The way Middlesex bowled on Thursday suggested that the threat of second division cricket at Lord's next season had galvanised Mike Gatting's charges sufficiently, but yesterday their batsmen failed to follow suit, succumbing in little more than a session to Leicestershire's three-man attack, led by the Australian Test bowler Mike Kasprowicz.
The tall Queenslander is in his second spell in county cricket after spending a season with Essex five years ago. Having contributed 49 to an eighth-wicket stand of 90 with Jonathan Dakin the previous evening, yesterday Kasprowicz bowled almost half of the 40 overs it took to dismiss Middlesex, finishing with five wickets in an innings for the first time for his new county.

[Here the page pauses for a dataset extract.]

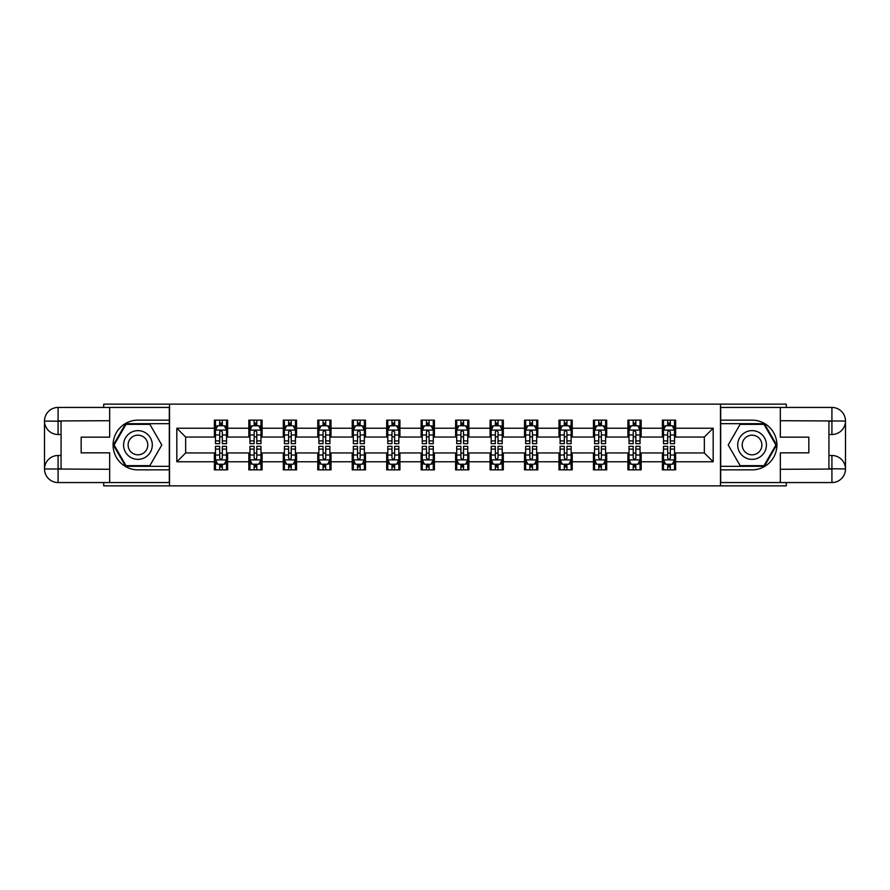 <?xml version="1.0" encoding="UTF-8"?>
<svg xmlns="http://www.w3.org/2000/svg" width="890" height="890" viewBox="0 0 890 890"><rect width="100%" height="100%" fill="white"/><g stroke="black" fill="none" stroke-linecap="round" stroke-linejoin="round"><path stroke-width="1.33" d="M103.707 482.558L103.707 485.862L786.293 485.862L786.293 482.558M786.293 407.442L786.293 404.138L720.466 404.138L720.466 485.862M720.466 404.138L103.707 404.138L103.707 407.442M169.534 485.862L169.534 404.138M675.621 428.212L675.621 420.147L662.371 420.147L662.371 428.212L641.167 428.212L641.167 420.147L627.906 420.147L627.906 428.212L606.702 428.212L606.702 420.147L593.452 420.147L593.452 428.212L572.237 428.212L572.237 420.147L558.987 420.147L558.987 428.212L537.783 428.212L537.783 420.147L524.522 420.147L524.522 428.212L503.317 428.212L503.317 420.147L490.067 420.147L490.067 428.212L468.863 428.212L468.863 420.147L455.602 420.147L455.602 428.212L434.398 428.212L434.398 420.147L421.137 420.147L421.137 428.212L399.933 428.212L399.933 420.147L386.683 420.147L386.683 428.212L365.478 428.212L365.478 420.147L352.218 420.147L352.218 428.212L331.013 428.212L331.013 420.147L317.763 420.147L317.763 428.212L296.548 428.212L296.548 420.147L283.298 420.147L283.298 428.212L262.094 428.212L262.094 420.147L248.833 420.147L248.833 428.212L227.629 428.212L227.629 420.147L214.379 420.147L214.379 428.212L176.821 428.212L176.821 461.788L185.654 452.954L214.379 452.954L214.379 469.853L227.629 469.853L227.629 452.954L248.833 452.954L248.833 469.853L262.094 469.853L262.094 452.954L283.298 452.954L283.298 469.853L296.548 469.853L296.548 452.954L317.763 452.954L317.763 469.853L331.013 469.853L331.013 452.954L352.218 452.954L352.218 469.853L365.478 469.853L365.478 452.954L386.683 452.954L386.683 469.853L399.933 469.853L399.933 452.954L421.137 452.954L421.137 469.853L434.398 469.853L434.398 452.954L455.602 452.954L455.602 469.853L468.863 469.853L468.863 452.954L490.067 452.954L490.067 469.853L503.317 469.853L503.317 452.954L524.522 452.954L524.522 469.853L537.783 469.853L537.783 452.954L558.987 452.954L558.987 469.853L572.237 469.853L572.237 452.954L593.452 452.954L593.452 469.853L606.702 469.853L606.702 452.954L627.906 452.954L627.906 469.853L641.167 469.853L641.167 452.954L662.371 452.954L662.371 469.853L675.621 469.853L675.621 452.954L704.346 452.954L704.346 437.046L675.621 437.046L675.621 428.212L713.179 428.212L713.179 461.788L675.621 461.788M662.371 461.788L641.167 461.788M627.906 461.788L606.702 461.788M593.452 461.788L572.237 461.788M558.987 461.788L537.783 461.788M524.522 461.788L503.317 461.788M490.067 461.788L468.863 461.788M455.602 461.788L434.398 461.788M421.137 461.788L399.933 461.788M386.683 461.788L365.478 461.788M352.218 461.788L331.013 461.788M317.763 461.788L296.548 461.788M283.298 461.788L262.094 461.788M248.833 461.788L227.629 461.788M214.379 461.788L176.821 461.788M662.371 428.212L662.371 437.046L641.167 437.046L641.167 428.212M627.906 428.212L627.906 437.046L606.702 437.046L606.702 428.212M593.452 428.212L593.452 437.046L572.237 437.046L572.237 428.212M558.987 428.212L558.987 437.046L537.783 437.046L537.783 428.212M524.522 428.212L524.522 437.046L503.317 437.046L503.317 428.212M490.067 428.212L490.067 437.046L468.863 437.046L468.863 428.212M455.602 428.212L455.602 437.046L434.398 437.046L434.398 428.212M421.137 428.212L421.137 437.046L399.933 437.046L399.933 428.212M386.683 428.212L386.683 437.046L365.478 437.046L365.478 428.212M352.218 428.212L352.218 437.046L331.013 437.046L331.013 428.212M317.763 428.212L317.763 437.046L296.548 437.046L296.548 428.212M283.298 428.212L283.298 437.046L262.094 437.046L262.094 428.212M248.833 428.212L248.833 437.046L227.629 437.046L227.629 428.212M214.379 428.212L214.379 437.046L185.654 437.046L176.821 428.212M185.654 437.046L185.654 452.954M713.179 461.788L704.346 452.954M704.346 437.046L713.179 428.212M214.379 425.676L215.48 425.676M219.674 425.676L222.333 425.676M226.527 425.676L227.629 425.676M214.379 436.823L215.48 436.823M219.674 436.823L222.333 436.823M226.527 436.823L227.629 436.823M214.379 453.177L215.48 453.177M219.674 453.177L222.333 453.177M226.527 453.177L227.629 453.177M214.379 464.324L215.48 464.324M219.674 464.324L222.333 464.324M226.527 464.324L227.629 464.324M248.833 453.177L249.945 453.177M254.139 453.177L256.787 453.177M260.981 453.177L262.094 453.177M248.833 464.324L249.945 464.324M254.139 464.324L256.787 464.324M260.981 464.324L262.094 464.324M248.833 425.676L249.945 425.676M254.139 425.676L256.787 425.676M260.981 425.676L262.094 425.676M248.833 436.823L249.945 436.823M254.139 436.823L256.787 436.823M260.981 436.823L262.094 436.823M283.298 453.177L284.399 453.177M288.605 453.177L291.252 453.177M295.447 453.177L296.548 453.177M283.298 464.324L284.399 464.324M288.605 464.324L291.252 464.324M295.447 464.324L296.548 464.324M283.298 425.676L284.399 425.676M288.605 425.676L291.252 425.676M295.447 425.676L296.548 425.676M283.298 436.823L284.399 436.823M288.605 436.823L291.252 436.823M295.447 436.823L296.548 436.823M317.763 453.177L318.865 453.177M323.059 453.177L325.707 453.177M329.912 453.177L331.013 453.177M317.763 464.324L318.865 464.324M323.059 464.324L325.707 464.324M329.912 464.324L331.013 464.324M317.763 425.676L318.865 425.676M323.059 425.676L325.707 425.676M329.912 425.676L331.013 425.676M317.763 436.823L318.865 436.823M323.059 436.823L325.707 436.823M329.912 436.823L331.013 436.823M352.218 453.177L353.33 453.177M357.524 453.177L360.172 453.177M364.366 453.177L365.478 453.177M352.218 464.324L353.33 464.324M357.524 464.324L360.172 464.324M364.366 464.324L365.478 464.324M352.218 425.676L353.33 425.676M357.524 425.676L360.172 425.676M364.366 425.676L365.478 425.676M352.218 436.823L353.33 436.823M357.524 436.823L360.172 436.823M364.366 436.823L365.478 436.823M386.683 453.177L387.784 453.177M391.978 453.177L394.637 453.177M398.831 453.177L399.933 453.177M386.683 464.324L387.784 464.324M391.978 464.324L394.637 464.324M398.831 464.324L399.933 464.324M386.683 425.676L387.784 425.676M391.978 425.676L394.637 425.676M398.831 425.676L399.933 425.676M386.683 436.823L387.784 436.823M391.978 436.823L394.637 436.823M398.831 436.823L399.933 436.823M421.137 453.177L422.249 453.177M426.444 453.177L429.091 453.177M433.297 453.177L434.398 453.177M421.137 464.324L422.249 464.324M426.444 464.324L429.091 464.324M433.297 464.324L434.398 464.324M421.137 425.676L422.249 425.676M426.444 425.676L429.091 425.676M433.297 425.676L434.398 425.676M421.137 436.823L422.249 436.823M426.444 436.823L429.091 436.823M433.297 436.823L434.398 436.823M455.602 453.177L456.704 453.177M460.909 453.177L463.557 453.177M467.751 453.177L468.863 453.177M455.602 464.324L456.704 464.324M460.909 464.324L463.557 464.324M467.751 464.324L468.863 464.324M455.602 425.676L456.704 425.676M460.909 425.676L463.557 425.676M467.751 425.676L468.863 425.676M455.602 436.823L456.704 436.823M460.909 436.823L463.557 436.823M467.751 436.823L468.863 436.823M490.067 453.177L491.169 453.177M495.363 453.177L498.022 453.177M502.216 453.177L503.317 453.177M490.067 464.324L491.169 464.324M495.363 464.324L498.022 464.324M502.216 464.324L503.317 464.324M490.067 425.676L491.169 425.676M495.363 425.676L498.022 425.676M502.216 425.676L503.317 425.676M490.067 436.823L491.169 436.823M495.363 436.823L498.022 436.823M502.216 436.823L503.317 436.823M524.522 453.177L525.634 453.177M529.828 453.177L532.476 453.177M536.67 453.177L537.783 453.177M524.522 464.324L525.634 464.324M529.828 464.324L532.476 464.324M536.67 464.324L537.783 464.324M524.522 425.676L525.634 425.676M529.828 425.676L532.476 425.676M536.67 425.676L537.783 425.676M524.522 436.823L525.634 436.823M529.828 436.823L532.476 436.823M536.67 436.823L537.783 436.823M558.987 453.177L560.088 453.177M564.293 453.177L566.941 453.177M571.135 453.177L572.237 453.177M558.987 464.324L560.088 464.324M564.293 464.324L566.941 464.324M571.135 464.324L572.237 464.324M558.987 425.676L560.088 425.676M564.293 425.676L566.941 425.676M571.135 425.676L572.237 425.676M558.987 436.823L560.088 436.823M564.293 436.823L566.941 436.823M571.135 436.823L572.237 436.823M593.452 453.177L594.553 453.177M598.748 453.177L601.395 453.177M605.601 453.177L606.702 453.177M593.452 464.324L594.553 464.324M598.748 464.324L601.395 464.324M605.601 464.324L606.702 464.324M593.452 425.676L594.553 425.676M598.748 425.676L601.395 425.676M605.601 425.676L606.702 425.676M593.452 436.823L594.553 436.823M598.748 436.823L601.395 436.823M605.601 436.823L606.702 436.823M627.906 453.177L629.019 453.177M633.213 453.177L635.861 453.177M640.055 453.177L641.167 453.177M627.906 464.324L629.019 464.324M633.213 464.324L635.861 464.324M640.055 464.324L641.167 464.324M627.906 425.676L629.019 425.676M633.213 425.676L635.861 425.676M640.055 425.676L641.167 425.676M627.906 436.823L629.019 436.823M633.213 436.823L635.861 436.823M640.055 436.823L641.167 436.823M662.371 453.177L663.473 453.177M667.667 453.177L670.326 453.177M674.52 453.177L675.621 453.177M662.371 464.324L663.473 464.324M667.667 464.324L670.326 464.324M674.52 464.324L675.621 464.324M662.371 425.676L663.473 425.676M667.667 425.676L670.326 425.676M674.52 425.676L675.621 425.676M662.371 436.823L663.473 436.823M667.667 436.823L670.326 436.823M674.52 436.823L675.621 436.823M222.333 423.017L219.674 423.017M226.527 440.906L222.333 440.906L222.333 443.676L226.527 443.676L226.527 430.204L224.313 425.776L217.694 425.776L215.48 430.204L215.48 443.676L219.674 443.676L219.674 440.906L215.48 440.906M215.48 430.204L215.48 420.147M226.527 430.204L226.527 420.147M219.674 425.776L219.674 420.147M222.333 420.147L222.333 425.776M222.333 440.906L222.333 431.861L220.865 430.538L219.685 431.672L219.674 440.906M219.674 466.983L222.333 466.983M215.48 449.094L219.674 449.094L219.674 446.324L215.48 446.324L215.48 459.796L217.694 464.224L224.313 464.224L226.527 459.796L226.527 446.324L222.333 446.324L222.333 449.094L226.527 449.094M226.527 459.796L226.527 469.853M215.48 459.796L215.48 469.853M222.333 464.224L222.333 469.853M219.674 469.853L219.674 464.224M219.674 449.094L219.674 458.139L221.143 459.463L222.333 458.139L222.333 449.094M145.126 432.562A14.362 14.362 0 0 0 125.512 437.824A14.362 14.362 0 0 0 130.763 457.438A14.362 14.362 0 0 0 150.377 452.176A14.362 14.362 0 0 0 145.126 432.562M142.856 436.489A9.835 9.835 0 0 0 129.428 440.083A9.835 9.835 0 0 0 133.033 453.511A9.835 9.835 0 0 0 146.461 449.917A9.835 9.835 0 0 0 142.856 436.489M149.865 465.659L126.013 465.659L114.098 445L126.013 424.341L149.865 424.341L161.791 445L149.865 465.659M759.237 432.562A14.362 14.362 0 0 0 739.623 437.824A14.362 14.362 0 0 0 744.874 457.438A14.362 14.362 0 0 0 764.488 452.176A14.362 14.362 0 0 0 759.237 432.562M756.967 436.489A9.835 9.835 0 0 0 743.539 440.083A9.835 9.835 0 0 0 747.144 453.511A9.835 9.835 0 0 0 760.572 449.917A9.835 9.835 0 0 0 756.967 436.489M763.987 465.659L740.135 465.659L728.209 445L740.135 424.341L763.987 424.341L775.902 445L763.987 465.659M61.065 434.509L58.084 434.509A13.584 13.584 0 0 1 44.5 421.037A13.584 13.584 0 0 1 58.084 407.442L169.311 407.442L169.311 420.147L137.939 420.147A24.853 24.853 0 0 0 113.086 445A24.853 24.853 0 0 0 137.939 469.853L169.311 469.853L169.311 482.558L58.084 482.558A13.584 13.584 0 0 1 44.5 468.963A13.584 13.584 0 0 1 58.084 455.491L61.065 455.491M169.311 469.853L169.311 420.147M109.67 407.442L109.67 437.157L81.168 437.157L81.168 452.843L109.67 452.843L109.67 482.558M58.084 434.509A13.584 13.584 0 0 1 44.5 421.037L58.084 421.248L58.084 434.509A13.584 13.584 0 0 1 44.5 421.037L44.5 468.963L109.67 469.297M58.084 469.297L58.084 482.558A13.584 13.584 0 0 1 44.5 468.963A13.584 13.584 0 0 1 58.084 455.491L58.084 468.752L61.065 468.752L61.065 421.248L58.084 421.248M169.311 423.685L125.635 423.685L113.33 445L125.635 466.316L169.311 466.316M828.935 455.491L831.916 455.491A13.584 13.584 0 0 1 845.5 468.963A13.584 13.584 0 0 1 831.916 482.558L720.689 482.558L720.689 469.853L752.061 469.853A24.853 24.853 0 0 0 776.914 445A24.853 24.853 0 0 0 752.061 420.147L720.689 420.147L720.689 407.442L831.916 407.442A13.584 13.584 0 0 1 845.5 421.037A13.584 13.584 0 0 1 831.916 434.509L828.935 434.509M720.689 420.147L720.689 469.853M780.33 482.558L780.33 452.843L808.832 452.843L808.832 437.157L780.33 437.157L780.33 407.442M831.916 455.491A13.584 13.584 0 0 1 845.5 468.963L831.916 468.752L831.916 455.491A13.584 13.584 0 0 1 845.5 468.963L845.5 421.037L780.33 420.703M831.916 420.703L831.916 407.442A13.584 13.584 0 0 1 845.5 421.037A13.584 13.584 0 0 1 831.916 434.509L831.916 421.248L828.935 421.248L828.935 468.752L831.916 468.752M720.689 466.316L764.365 466.316L776.67 445L764.365 423.685L720.689 423.685M256.787 423.017L254.139 423.017M260.981 440.906L256.787 440.906L256.787 443.676L260.981 443.676L260.981 430.204L258.779 425.776L252.148 425.776L249.945 430.204L249.945 443.676L254.139 443.676L254.139 440.906L249.945 440.906M249.945 430.204L249.945 420.147M260.981 430.204L260.981 420.147M254.139 425.776L254.139 420.147M256.787 420.147L256.787 425.776M256.787 440.906L256.787 431.861L255.33 430.538L254.151 431.672L254.139 440.906M291.252 423.017L288.605 423.017M295.447 440.906L291.252 440.906L291.252 443.676L295.447 443.676L295.447 430.204L293.244 425.776L286.613 425.776L284.399 430.204L284.399 443.676L288.605 443.676L288.605 440.906L284.399 440.906M284.399 430.204L284.399 420.147M295.447 430.204L295.447 420.147M288.605 425.776L288.605 420.147M291.252 420.147L291.252 425.776M291.252 440.906L291.252 431.861L289.784 430.538L288.616 431.672L288.605 440.906M254.139 466.983L256.787 466.983M249.945 449.094L254.139 449.094L254.139 446.324L249.945 446.324L249.945 459.796L252.148 464.224L258.779 464.224L260.981 459.796L260.981 446.324L256.787 446.324L256.787 449.094L260.981 449.094M260.981 459.796L260.981 469.853M249.945 459.796L249.945 469.853M256.787 464.224L256.787 469.853M254.139 469.853L254.139 464.224M254.139 449.094L254.139 458.139L255.608 459.463L256.776 458.328L256.787 449.094M288.605 466.983L291.252 466.983M284.399 449.094L288.605 449.094L288.605 446.324L284.399 446.324L284.399 459.796L286.613 464.224L293.244 464.224L295.447 459.796L295.447 446.324L291.252 446.324L291.252 449.094L295.447 449.094M295.447 459.796L295.447 469.853M284.399 459.796L284.399 469.853M291.252 464.224L291.252 469.853M288.605 469.853L288.605 464.224M288.605 449.094L288.605 458.139L290.062 459.463L291.241 458.328L291.252 449.094M325.707 423.017L323.059 423.017M329.912 440.906L325.707 440.906L325.707 443.676L329.912 443.676L329.912 430.204L327.698 425.776L321.068 425.776L318.865 430.204L318.865 443.676L323.059 443.676L323.059 440.906L318.865 440.906M318.865 430.204L318.865 420.147M329.912 430.204L329.912 420.147M323.059 425.776L323.059 420.147M325.707 420.147L325.707 425.776M325.707 440.906L325.707 431.861L324.249 430.538L323.07 431.672L323.059 440.906M360.172 423.017L357.524 423.017M364.366 440.906L360.172 440.906L360.172 443.676L364.366 443.676L364.366 430.204L362.163 425.776L355.533 425.776L353.33 430.204L353.33 443.676L357.524 443.676L357.524 440.906L353.33 440.906M353.33 430.204L353.33 420.147M364.366 430.204L364.366 420.147M357.524 425.776L357.524 420.147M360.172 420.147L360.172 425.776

As on Thursday, there seemed precious little in the surface to help the bowlers but Kasprowicz and James Almond extracted what life there was and it proved more than enough for Middlesex. Ben Hutton and his fellow former Radley and Durham graduate Andy Strauss had negotiated the first six overs of the innings without apparent difficulty and resumed yesterday morning but after five overs the rot set in.
First Hutton fell leg before to Kasprowicz, getting only half-forward, and Strauss followed in the next over, caught behind off Almond. That was 31 for 2, which became 33 for 5 as Richard Kettleborough, playing back and across, and David Nash, pushing down the wrong line, were bamboozled by Kasprowicz while Almond chipped in by yorking Owis Shah with a snorter.
Paul Weeks attempted to staunch the steady flow of departing batsmen but Michael Brown failed to stay with him, offering no stroke to Kasprowicz and suddenly the follow-on looked a distinct possibility.
When Simon Cook and Jamie Hewitt were dismissed by Chris Lewis Middlesex still needed to find a run from somewhere to avoid batting again. Lewis, however, obliged with a no ball and, thanks to some lusty blows from Richard Johnson, the hosts eventually kept their deficit down to 91.
When Leicestershire batted again runs were still hard to come by, but by tea they had stretched their lead to 170, albeit for the loss of 4 wickets.